While I am not technically an expatriate, I am facing similar issues that there appears to be a lot of knowledge about on this forum.

I am a US citizen (a software developer) wanting to work for a small UK company while living in the United States. I will be living in Idaho for the duration of any business I have with them.

I do not currently have the job, but the company has expressed some interest. I know they are looking into it, but wanted to do some research from my end as well.

How possible is this? What sort of legal hoops would we have to jump through?

What should I be expecting in terms of taxes?

Thank you!
Jonathan


----------



## Bevdeforges (Nov 16, 2007)

Basically, unless the UK company has an office somewhere in the US where they could put you on the payroll, you probably would do better to simply work for them on a "sole proprietor" basis. This means that they would pay you, without any withholdings for social security or taxes and then it would be up to you to pay taxes through your business. (You could just declare it on a Schedule C without having to incorporate, or set up a formal business - as you prefer.)

You'd have to handle the state and federal taxes, plus pay "self-employment tax" (which is twice the social security rate since you'd be paying both employer and employee portions yourself) - but you could take your business expenses (including an accountant, if you need one) as deductions.
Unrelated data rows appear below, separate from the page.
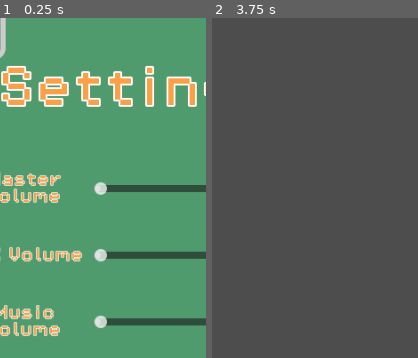
Above: before the commit, frames 1-2 (left to right).
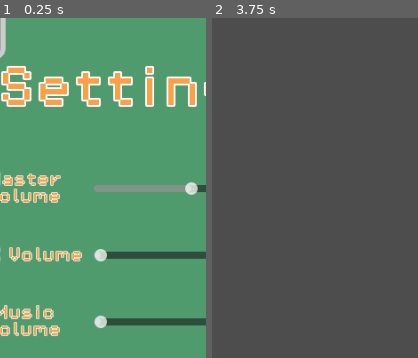
Above: after the commit, the same moments.

Repository: Salvador-1010/flappy-bird-solo-clone
Game: Godot game, scene res://Scenes/settings_screen.tscn
The game is run twice, just before and just after one commit, with the same random seed, the same clock (stepped at 60 frames per second) and the same inputs. This scene is started directly instead of the project's main scene.
Inputs:
- Up to frame 1 (0.25 s): no input
- Up to frame 2 (3.75 s): click "Apply" at 0.5 s; click "Apply" at 1.25 s; click "Apply" at 2 s; click "Cancel" at 2.75 s; click "X" at 3.5 s
The pictures show only the part of the screen within x 20-70%, y 7-57%; the shares and areas given below are measured in that part.

The runs differ from the first frame. In frame 1, 1.2% of the frame differs, in the area x 45-97%, y 48-53%; in frame 2, nothing differs.

Commit message:
Working on audio busses still
got the sliders to work with the audio busses and set the values (autosave script works great too) but i want to create some sort of independence of the music and sfx sliders so that they can change more freely under the master (for example if i set the sfx slider to 0 unless the master slider is also at 0 the sfx still plays so that might be a problem.

Diff:
--- a/Scenes/bird.tscn
+++ b/Scenes/bird.tscn
@@ -52,11 +52,11 @@
 [node name="deathAudio" type="AudioStreamPlayer2D" parent="."]
 process_mode = 3
 stream = ExtResource("5_rr33m")
-bus = &"SFX "
+bus = &"SFX"
 
 [node name="jumpAudio" type="AudioStreamPlayer2D" parent="."]
 stream = ExtResource("6_xf4a6")
-bus = &"SFX "
+bus = &"SFX"
 
 [connection signal="area_entered" from="DeathCollider" to="." method="_on_death_collider_area_entered"]
 [connection signal="finished" from="deathAudio" to="." method="_on_audio_stream_player_2d_finished"]
--- a/Scenes/main_scene.tscn
+++ b/Scenes/main_scene.tscn
@@ -80,6 +80,7 @@
 [node name="backgroundMusicPlayer" type="AudioStreamPlayer2D" parent="GameManager"]
 process_mode = 3
 stream = ExtResource("3_maf8m")
+autoplay = true
 parameters/looping = true
 
 [node name="Bird" parent="." instance=ExtResource("1_jv6wh")]
--- a/Scenes/pipe_pair.tscn
+++ b/Scenes/pipe_pair.tscn
@@ -24,6 +24,6 @@
 
 [node name="AudioStreamPlayer2D" type="AudioStreamPlayer2D" parent="."]
 stream = ExtResource("4_wsb3u")
-bus = &"SFX "
+bus = &"Music"
 
 [connection signal="body_entered" from="Score Line" to="." method="_on_score_line_body_entered"]
--- a/Scenes/settings_screen.tscn
+++ b/Scenes/settings_screen.tscn
@@ -158,8 +158,9 @@
 layout_mode = 2
 size_flags_horizontal = 3
 size_flags_vertical = 4
+min_value = -1.0
 max_value = 1.0
-step = 0.05
+step = 0.01
 
 [node name="SFXVolumeSlider" type="HBoxContainer" parent="Panel/MarginContainer/VBoxContainer/SliderMargains/Slider Containers"]
 custom_minimum_size = Vector2(0, 50)
@@ -182,7 +183,7 @@
 size_flags_horizontal = 3
 size_flags_vertical = 4
 max_value = 1.0
-step = 0.05
+step = 0.01
 
 [node name="MusicVolumeSlider" type="HBoxContainer" parent="Panel/MarginContainer/VBoxContainer/SliderMargains/Slider Containers"]
 custom_minimum_size = Vector2(0, 50)
@@ -204,7 +205,7 @@
 size_flags_horizontal = 3
 size_flags_vertical = 4
 max_value = 1.0
-step = 0.05
+step = 0.01
 
 [node name="HSeparator2" type="HSeparator" parent="Panel/MarginContainer/VBoxContainer"]
 layout_mode = 2
@@ -241,3 +242,6 @@
 text = "Apply"
 
 [connection signal="pressed" from="Panel/MarginContainer/VBoxContainer/ExitSettingsContainer/ExitSettingsButton" to="." method="_on_exit_settings_button_pressed"]
+[connection signal="drag_ended" from="Panel/MarginContainer/VBoxContainer/SliderMargains/Slider Containers/MasterVolumeSlider/MasterSlider" to="." method="_on_master_slider_drag_ended"]
+[connection signal="drag_ended" from="Panel/MarginContainer/VBoxContainer/SliderMargains/Slider Containers/SFXVolumeSlider/SFXSlider" to="." method="_on_sfx_slider_drag_ended"]
+[connection signal="drag_ended" from="Panel/MarginContainer/VBoxContainer/SliderMargains/Slider Containers/MusicVolumeSlider/MusicSlider" to="." method="_on_music_slider_drag_ended"]
--- a/Scripts/auto_save.gd
+++ b/Scripts/auto_save.gd
@@ -1,6 +1,10 @@
 extends Node
 
 const save_path := "user://save.json"
+
+const masterBusIndex := 0
+const SFXBusIndex := 1
+const MusicBusIndex := 2
 
 #premade dictionary to store all of the data that will be kept longterm
 var data_to_save := {
@@ -36,6 +40,10 @@
 	data_to_save = dataDup
 
 	#code to apply all of the saved data to beginning of game run
+	#settings mastervolume
+	AudioServer.set_bus_volume_db(masterBusIndex, data_to_save["MasterVolume"])
+	AudioServer.set_bus_volume_db(SFXBusIndex, data_to_save["SFXVolume"])
+	AudioServer.set_bus_volume_db(MusicBusIndex, data_to_save["MusicVolume"])
 
 func _save() -> void:
 	var save_file = FileAccess.open(save_path, FileAccess.WRITE)
@@ -44,3 +52,24 @@
 
 
 #code to implement setter functions for better scalability
+#setter function for master volume
+func _setMasterVolume(newVol:float) -> void:
+	#converts the slider float value to dB
+	var newdB = linear_to_db(newVol)
+	#sets the current volume value to the new dB
+	AudioServer.set_bus_volume_db(masterBusIndex,newdB)
+	#finally actually saves it to the disk for the future
+	data_to_save["MasterVolume"] = newdB
+	_save()
+
+func _setSFXVolume(newVol:float) -> void:
+	var newdB = linear_to_db(newVol)
+	AudioServer.set_bus_volume_db(SFXBusIndex, newdB)
+	data_to_save["SFXVolume"] = newdB
+	_save()
+
+func _setMusicVolume(newVol:float) -> void:
+	var newdB = linear_to_db(newVol)
+	AudioServer.set_bus_volume_db(MusicBusIndex, newdB)
+	data_to_save["MusicVolume"] = newdB
+	_save()
--- a/Scripts/settings_screen.gd
+++ b/Scripts/settings_screen.gd
@@ -1,6 +1,12 @@
 extends Control
 
 @onready var exit_settings_button: Button = $Panel/MarginContainer/VBoxContainer/ExitSettingsContainer/ExitSettingsButton
+
+#variables to call to each slider respectively
+@onready var master_slider: HSlider = $"Panel/MarginContainer/VBoxContainer/SliderMargains/Slider Containers/MasterVolumeSlider/MasterSlider"
+@onready var sfx_slider: HSlider = $"Panel/MarginContainer/VBoxContainer/SliderMargains/Slider Containers/SFXVolumeSlider/SFXSlider"
+@onready var music_slider: HSlider = $"Panel/MarginContainer/VBoxContainer/SliderMargains/Slider Containers/MusicVolumeSlider/MusicSlider"
+
 
 #creates a null node to store the game manager
 #when the game manager instantiates the screen it will
@@ -9,12 +15,18 @@
 
 # Called when the node enters the scene tree for the first time.
 func _ready() -> void:
-	pass # Replace with function body.
+	#makes the sliders appear at the value of the current sound
+	#BUT first must convert from dB to float duhh
+	#also dont forget the "-1" to counteract the skewer used earlier
+	master_slider.set_value_no_signal(db_to_linear(AutoSave.data_to_save["MasterVolume"]) - 1)
+	sfx_slider.set_value_no_signal(db_to_linear(AutoSave.data_to_save["SFXVolume"]) - 1)
+	music_slider.set_value_no_signal(db_to_linear(AutoSave.data_to_save["MusicVolume"]) - 1)
 
 
 # Called every frame. 'delta' is the elapsed time since the previous frame.
 func _process(delta: float) -> void:
 	pass
+
 
 func _unhandled_input(event: InputEvent) -> void:
 	if event.is_action("escape"):
@@ -26,3 +38,14 @@
 	if game_manager != null:
 		game_manager.isSettingsopen = false
 	queue_free()
+
+func _on_master_slider_drag_ended(value_changed: bool) -> void:
+	#adds a 1 to the value in order to skew the slider and allow for volume up AND down boom
+	AutoSave._setMasterVolume(master_slider.value + 1.0)
+
+func _on_sfx_slider_drag_ended(value_changed: bool) -> void:
+	AutoSave._setSFXVolume(sfx_slider.value + 1)
+
+
+func _on_music_slider_drag_ended(value_changed: bool) -> void:
+	AutoSave._setMusicVolume(music_slider.value + 1)
--- a/default_bus_layout.tres
+++ b/default_bus_layout.tres
@@ -1,7 +1,7 @@
 [gd_resource type="AudioBusLayout" format=3 uid="uid://do3w7ajtgn5i3"]
 
 [resource]
-bus/1/name = &"SFX "
+bus/1/name = &"SFX"
 bus/1/solo = false
 bus/1/mute = false
 bus/1/bypass_fx = false

You might want to visit a local accountant or accounting service to see what sort of arrangements they would be willing to set up for you as a self-employed business.
Cheers,
Bev


----------



## BBCWatcher (Dec 28, 2012)

You can also set up a "Solo 401(k)" under the arrangement Bev describes, if you wish.


----------



## porthos3 (Dec 18, 2014)

Thank you both so much. This will give me a place to start.

Obviously there are a lot of variables, but how would you expect taxes to compare to being self-employed in the United States?

I am aware that those who are self-employed must pay both the employee and employer parts of the Social Security taxes, but that deductions are available for this.

However, would I have to pay any additional UK taxes as the sole proprietor?

Thank you,
Jonathan


----------



## BBCWatcher (Dec 28, 2012)

You would be self-employed in the United States -- that's the point. The work takes place where you are physically located.


----------



## porthos3 (Dec 18, 2014)

Great! Thanks a lot!


----------



## Bevdeforges (Nov 16, 2007)

One small caveat to consider: we've had a spate of folks coming through here with their employers wanting to pay them on the local (for the employer) payroll to work remotely somewhere else. This is normally offered due to the arrangement being the easiest for the employer, with little or no consideration of the "employee's" side of things.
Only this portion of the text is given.